Table of contents
Repeatedly divide the array or list into halves to reduce the search space and locate the target value.
How it works ?
Define start of array as index 0 initially.
Define end of array as index of array’s length -1 initially.
Run a loop until start is less than or equal to end because we want to reach the stage where there is only one element left in array.
Find mid each time as start + (end - start)/2.
If target is less than element at mid, search in left subarray and update end to mid - 1.
If target is greater than element at mid, search in right sub array and update start to mid + 1.
If target equals mid, return mid.
Update mid in each iteration of the loop.
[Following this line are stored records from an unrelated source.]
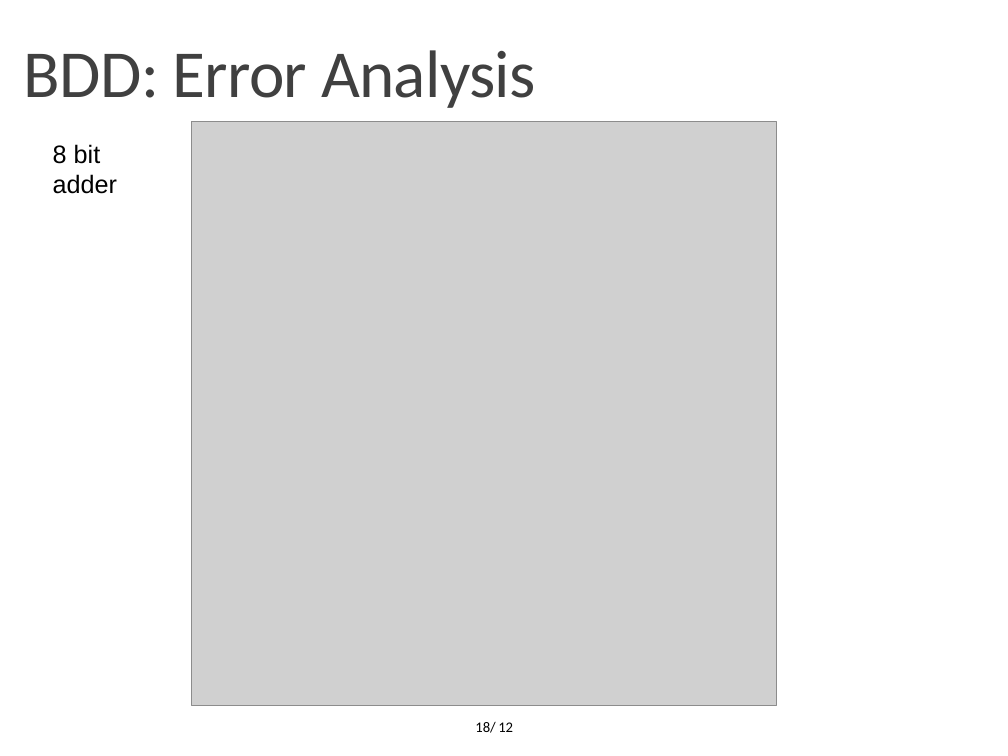
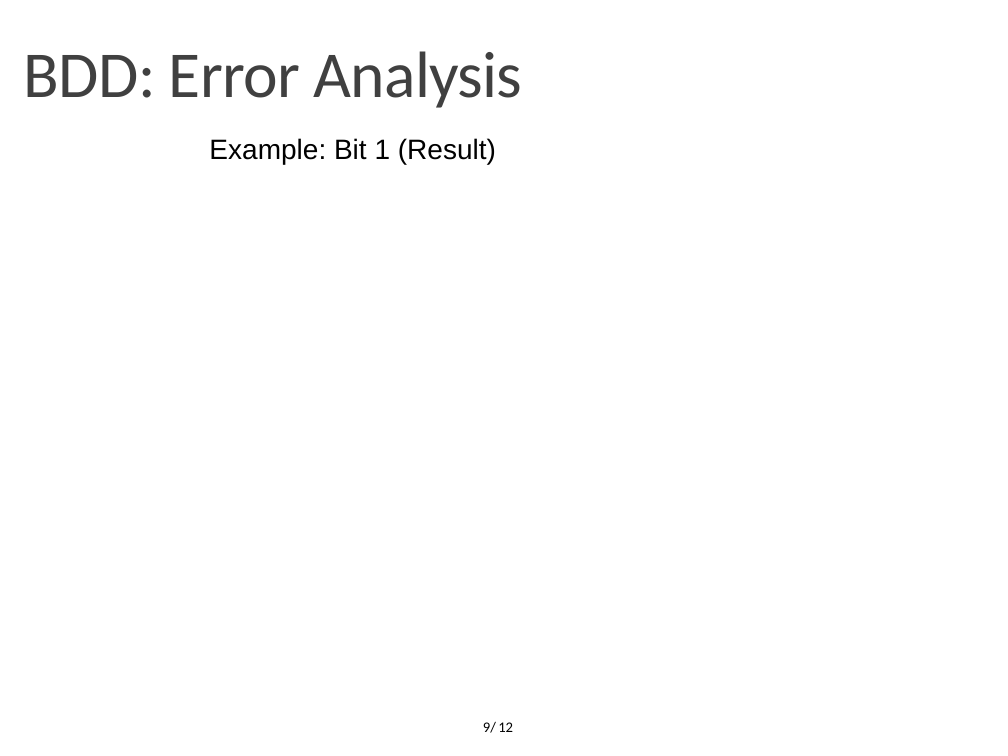
Before and after one commit to OrionLightning/Approximate-Circuit, a slide deck: slide 9 of Presentation Slides/Second Midterm (11-01-2022)/Midterm 11-01-2022.pptx (slide 18 before the commit). Drawn at 1008x756 pixels with LibreOffice and Linux fonts; fonts in the diff are those of the drawing; grey boxes stand for pictures; background and template pictures are left out. Boxes give left, top, right and bottom in pixels: in the first picture for what was removed or moved away, otherwise in the second. Text is boxed around its words. In the diff, an @@ line names an element or a change of style, - is before the commit and + after.

```diff
--- a/Presentation Slides/Second Midterm (11-01-2022)/Midterm 11-01-2022.pptx
+++ b/Presentation Slides/Second Midterm (11-01-2022)/Midterm 11-01-2022.pptx
@@ text "BDD: Error Analysis" at [24, 51, 522, 108]: size 48 to 46.8 pt @@
@@ text removed at [53, 144, 117, 194] @@
-8 bit adder
@@ picture removed at [192, 121, 776, 706] @@
@@ text added at [209, 138, 496, 164], 20 pt, text #000000 @@
+Example: Bit 1 (Result)
@@ page number at [483, 721, 496, 733]: text changed @@
-18/
+9/
```
Also in this commit, not shown: 10 other slides changed, 1 slide added, 12 slides removed, 1 other file.

If target is not found after running entire loop, return -1.
Code
class BinarySearch {
public static void main(String[] args) {
int[] array = {20, 40, 48, 50, 45};
binarySearch(array, 40);
}
static int binarySearch(int[] array, int target) {
int start = 0;
int end = array.length - 1;
while(start <= end) {
int mid = start + (end - start)/2;
if(target < array[mid])
end = mid -1;
else if(target > array[mid])
start = mid + 1;
else {
System.out.println("Number found at index: " + mid);
return mid;
}
}
System.out.println("Number not found");
return -1;
}
}
Output
java -cp /tmp/ujLsSYZLNs/BinarySearch
Number found at index: 1
=== Code Execution Successful ===
Characteristics
Time Complexity: O(log N) because in each iteration the size of array reduces by half. N → N/2 → N/4 → N/8 … N/2^k, at the end we are left with only one element to compare target with.
N/2^k = 1, taking log on both sides gives k = log N/ log 2.
Space Complexity: O(1)
Binary Search is best applicable when given array or list is sorted.